L.A has blatently let everyone know the players that they are going after in 2007. First it was Yao and Amare, but now that they are signed, they are now going after the the best available big out there in Bosh.

Surprised, no 

Worried, Hell ya


----------



## CrookedJ (May 8, 2003)

I think he would have to be saying we are going to try and sign Bosh. And I have a man crush on him, and Toronto smells bad. Thats MIGHT be considered tampering. Or if he was already negotiating the contract.


----------



## The Truth IV (Nov 3, 2005)

Let's think this through for a minute. If Bosh plays out the string and finishes 2007 in a Raptors uniform, the Lakers will be in a state of disarray. There is no way the Kobe / PJ relationship endures that long (I'm surprised they've gone this far without a blow-up. All the losing is getting to Kobe - he will meltdown and demand a trade before end of 2007. Lamar will flunk a drug test - Kwame may or not develop into a player. The Raps will have plenty of cap room in 2007 if I am believe all the capologists on this board - so why would Bosh want join what will be a major train wreck (2008 Lakers) when he could stay with a team that should be finally be a play-off contender?

Bosh is not a Hollywood guy - my real fear is that he joins a team in his home state (Texas) or college home (Atlanta) or even link up with buddies like Jarret Jack wherever that dude ends up.


----------



## lucky777s (Nov 13, 2003)

What do you guys think of Chris Mihm as a FA for us in another year? Also Nazr will likely not be re-signed in SanAnt. Mihm is an inconsistent rebounder but comes up with some big games. Can't see the Lakers resigning him.

DJ Mbenga in Dallas could be a player. Showed some promise last summer. A 2nd round pick they can't resign under the cap.

Also Andray Blatche is listed as a one year deal in WAS. As a second round pick they can only match to the MLE assuming they don't need that for other signings. Saw him one game in summer league and he is smooth with the ball. Clearly a SF type player.

A front line of Blatche at SF, with Villy and Bosh at 4/5 would be interesting. Need them to start blocking some shots because they would all get beat off the dribble big time.


----------



## foul_balls (Jun 25, 2004)

Can someone with better knowledge confirm something for me? Is the following correct?

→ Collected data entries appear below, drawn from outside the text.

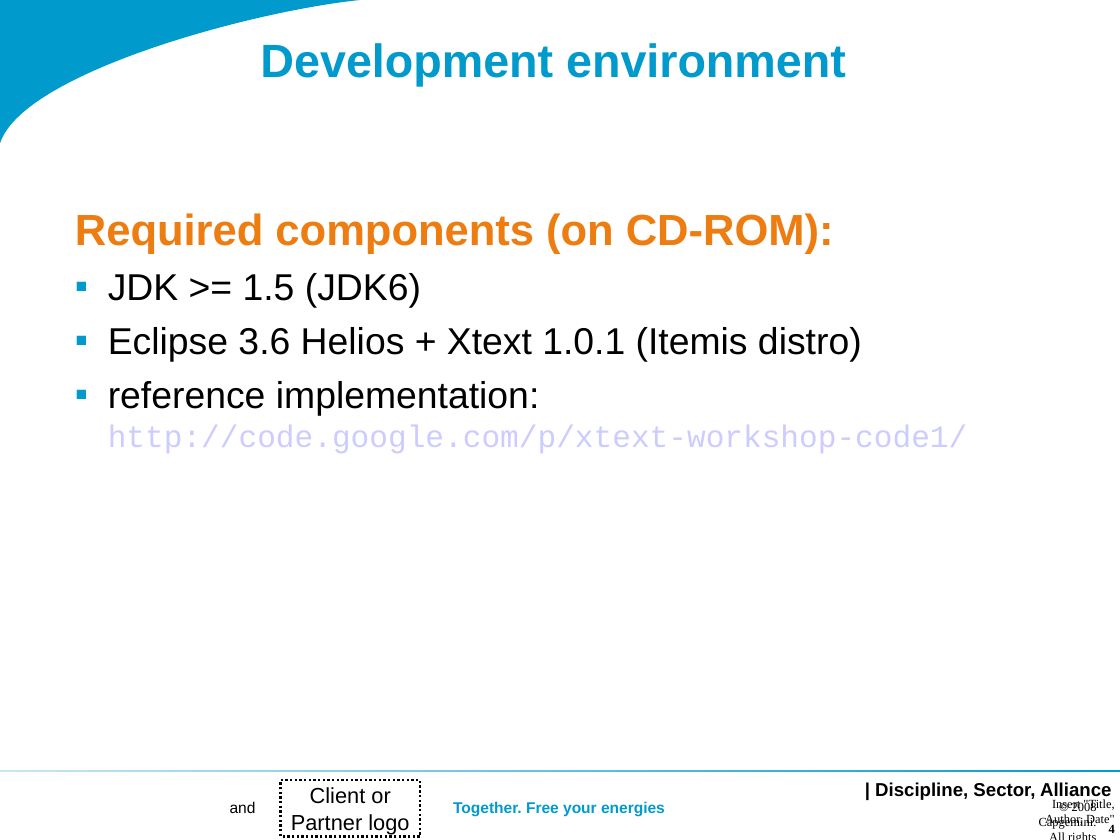
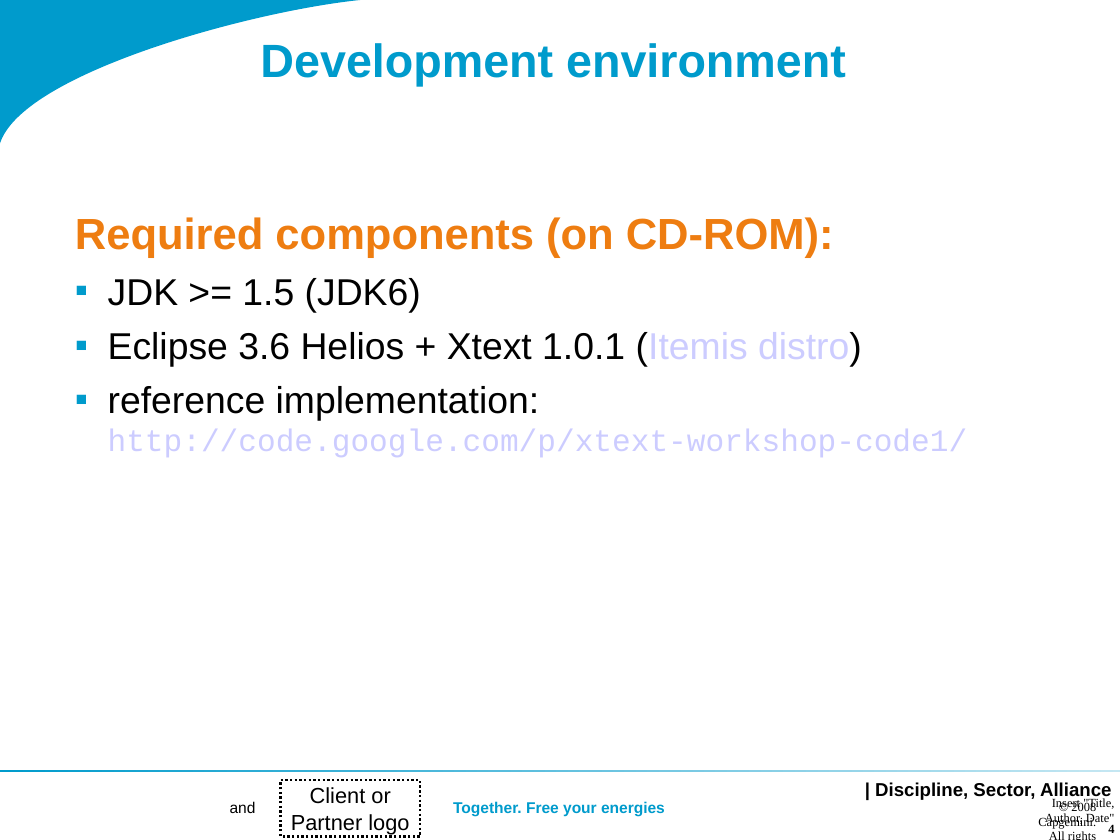
Before and after one commit to dslmeinte/xtext-workshop-code1, a slide deck: slide 4 of org.xtext.workshop.notes/sheets/Workshop 1.ppt. Drawn at 1120x840 pixels with LibreOffice and Linux fonts; fonts in the diff are those of the drawing; background and template pictures are left out. Boxes give left, top, right and bottom in pixels: in the first picture for what was removed or moved away, otherwise in the second. Text is boxed around its words. In the diff, an @@ line names an element or a change of style, - is before the commit and + after.

Commit message:
updates sheets some more after workshop

```diff
--- a/org.xtext.workshop.notes/sheets/Workshop 1.ppt
+++ b/org.xtext.workshop.notes/sheets/Workshop 1.ppt
@@ text "Required components (on CD-ROM):" at (75,217,968,457): text colour #000000 to #CCCCFF in "(Itemis distro)" @@
@@ rectangle at (0,771,1120,773): fill gradient #009BCC to #C5E7F2 to gradient #C5E7F2 to #009BCC @@
```
Also in this commit, not shown: 23 other slides changed, 1 other file.

Bosh has the option of accepting the qualifying offer of 1 yr (5.586 million) in 06-07 or accepting anything up to a max deal( which starts at around 12 million per for 5 years)? 

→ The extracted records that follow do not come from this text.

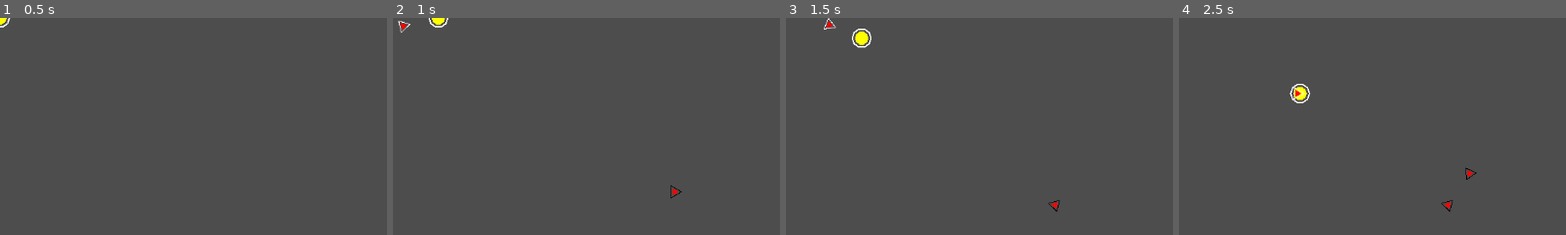
Above: before the commit, frames 1-4 (left to right).
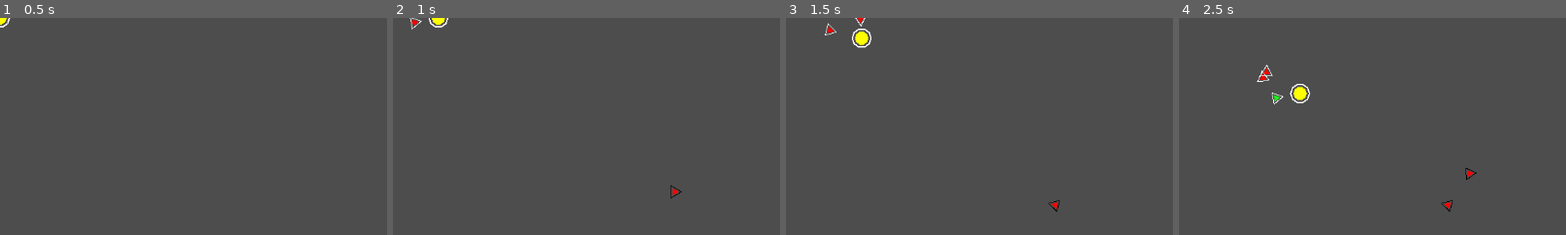
Above: after the commit, the same moments.

Repository: the-alex-g/LD55
Game: Godot game, scene res://main/main.tscn
Two runs of this game, one before a commit and one after it. Both use one fixed random seed, a clock stepped at 60 frames per second and the inputs below.
Inputs:
- Up to frame 1 (0.5 s): no input
- Up to frame 2 (1 s): tap Enter at 0.5 s; hold D (right) from 0.53 s (still down); tap Space (spawn_drone, bound only before the commit) at 0.6 s; tap Keypad 2 (attack_drone, bound only after the commit) at 0.8 s
- Up to frame 3 (1.5 s): release D (right) at 1.28 s; hold S (down) from 1.28 s (still down); tap Keypad 2 (attack_drone, bound only after the commit) at 1.35 s
- Up to frame 4 (2.5 s): tap Keypad 3 (defense_drone, bound only after the commit) at 1.55, 2.1 s; release S (down) at 2.03 s; hold D (right) from 2.03 s (still down); tap Keypad 1 (repair_drone, bound only after the commit) at 2.3 s
The pictures show only the part of the screen within x 0-50%, y 0-50%; the shares and areas given below are measured in that part.

Frame 1 is identical in both runs. In frame 2, 0.2% of the frame differs, in the area x 1-8%, y 0-7%; in frame 3, 0.2%; in frame 4, 0.3%, in the area x 20-33%, y 21-41%.

Commit message:
Add spawning different drone types

Diff:
--- a/project/drones/repair_drone.tscn
+++ b/project/drones/repair_drone.tscn
@@ -9,4 +9,7 @@
 target_type = 1
 always_orbit_controller = true
 
+[node name="PolygonGenerator" parent="." index="1"]
+color = Color(0.12549, 0.929412, 0.12549, 1)
+
 [node name="Timer" type="Timer" parent="." index="2"]
--- a/project/player/player.gd
+++ b/project/player/player.gd
@@ -8,15 +8,19 @@
 
 
 func _physics_process(delta:float)->void:
-	if Input.is_action_just_pressed("spawn_drone"):
-		spawn_drone()
+	if Input.is_action_just_pressed("repair_drone"):
+		spawn_drone("repair_drone")
+	if Input.is_action_just_pressed("attack_drone"):
+		spawn_drone("attack_drone")
+	if Input.is_action_just_pressed("defense_drone"):
+		pass
 
 	var movement_vector := Input.get_vector("left", "right", "up", "down")
 	move_and_collide(movement_vector * delta * speed)
 
 
-func spawn_drone()->void:
-	var drone : Drone = preload("res://drones/repair_drone.tscn").instantiate()
+func spawn_drone(dronetype:String)->void:
+	var drone : Drone = load("res://drones/" + dronetype + ".tscn").instantiate()
 	drone.controller = self
 	drone.global_position = global_position
 	drone.set_rings(1, Color.WHITE)
--- a/project/project.godot
+++ b/project/project.godot
@@ -41,9 +41,22 @@
 , Object(InputEventKey,"resource_local_to_scene":false,"resource_name":"","device":-1,"window_id":0,"alt_pressed":false,"shift_pressed":false,"ctrl_pressed":false,"meta_pressed":false,"pressed":false,"keycode":0,"physical_keycode":4194322,"key_label":0,"unicode":0,"echo":false,"script":null)
 ]
 }
-spawn_drone={
+repair_drone={
 "deadzone": 0.5,
-"events": [Object(InputEventKey,"resource_local_to_scene":fa …(140 unchanged characters)… d":false,"keycode":0,"physical_keycode":32,"key_label":0,"unicode":32,"echo":false,"script":null)
+"events": [Object(InputEventKey,"resource_local_to_scene":fa …(140 unchanged characters)… d":false,"keycode":0,"physical_keycode":4194439,"key_label":0,"unicode":0,"echo":false,"script":null)
+, Object(InputEventKey,"resource_local_to_scene":false,"resource_name":"","device":-1,"window_id":0,"alt_pressed":false,"shift_pressed":false,"ctrl_pressed":false,"meta_pressed":false,"pressed":false,"keycode":0,"physical_keycode":49,"key_label":0,"unicode":49,"echo":false,"script":null)
+]
+}
+attack_drone={
+"deadzone": 0.5,
+"events": [Object(InputEventKey,"resource_local_to_scene":false,"resource_name":"","device":-1,"window_id":0,"alt_pressed":false,"shift_pressed":false,"ctrl_pressed":false,"meta_pressed":false,"pressed":false,"keycode":0,"physical_keycode":4194440,"key_label":0,"unicode":0,"echo":false,"script":null)
+, Object(InputEventKey,"resource_local_to_scene":false,"resource_name":"","device":-1,"window_id":0,"alt_pressed":false,"shift_pressed":false,"ctrl_pressed":false,"meta_pressed":false,"pressed":false,"keycode":0,"physical_keycode":50,"key_label":0,"unicode":50,"echo":false,"script":null)
+]
+}
+defense_drone={
+"deadzone": 0.5,
+"events": [Object(InputEventKey,"resource_local_to_scene":false,"resource_name":"","device":-1,"window_id":0,"alt_pressed":false,"shift_pressed":false,"ctrl_pressed":false,"meta_pressed":false,"pressed":false,"keycode":0,"physical_keycode":4194441,"key_label":0,"unicode":0,"echo":false,"script":null)
+, Object(InputEventKey,"resource_local_to_scene":false,"resource_name":"","device":-1,"window_id":0,"alt_pressed":false,"shift_pressed":false,"ctrl_pressed":false,"meta_pressed":false,"pressed":false,"keycode":0,"physical_keycode":51,"key_label":0,"unicode":51,"echo":false,"script":null)
 ]
 }

LA can sign Bosh after the qualifying offer in 07-08 for a 4 year deal up to the cap limit? If the cap is about 56 million in 07-08, LA can sign him for about 14 million (assuming they don't sign anyone else before 07-08). 

Toronto has the option of matching any offer LA gives before 06-07.

_Can Toronto still sign Chris if he accepts the qualifying offer and plays out 06-07? _ 

If the above is true, I am not so worried because we should definitely see some results by end of 06-07.


----------



## speedythief (Jul 16, 2003)

Nazr is a pricey investment but is someone who would help a bunch.

Would you rather have Maglorie for ten a year or Mohammed for seven?


----------



## CrookedJ (May 8, 2003)

foul_balls said:


> Can someone with better knowledge confirm something for me? Is the following correct?
> 
> Bosh has the option of accepting the qualifying offer of 1 yr (5.586 million) in 06-07 or accepting anything up to a max deal( which starts at around 12 million per for 5 years)?
> 
> ...


Yes but then he is an unrestricted Free Agent meaning that we no longer have the right to match another offer. We still have the Bird Rights and can go over the cap to sign him, whereas other teams can only go up to cap, but he could choose to take another offer for less. We can't force him to sign with us.


----------



## speedythief (Jul 16, 2003)

foul_balls said:


> Can someone with better knowledge confirm something for me? Is the following correct?
> 
> Bosh has the option of accepting the qualifying offer of 1 yr (5.586 million) in 06-07 or accepting anything up to a max deal( which starts at around 12 million per for 5 years)?
> 
> ...


If he were to play for the QO he would become an unrestricted free agent after that year, like Stromile Swift. We could still sign him but we would be on even ground with the other NBA teams in terms of the deal we could offer him.


----------



## Thievery Corporation (Jul 2, 2005)

As long as our games are close, like they have been, I think Bosh would opt to stay in Toronto esp. with out young talent and incoming young talent.


----------



## TRON (Feb 29, 2004)

So, if Bosh only takes the qualifying offer for next year, that will probably speak volumes about where his mind is at, cause at that point he would rather play for 5 mil, than say 10+ million just to keep his options open.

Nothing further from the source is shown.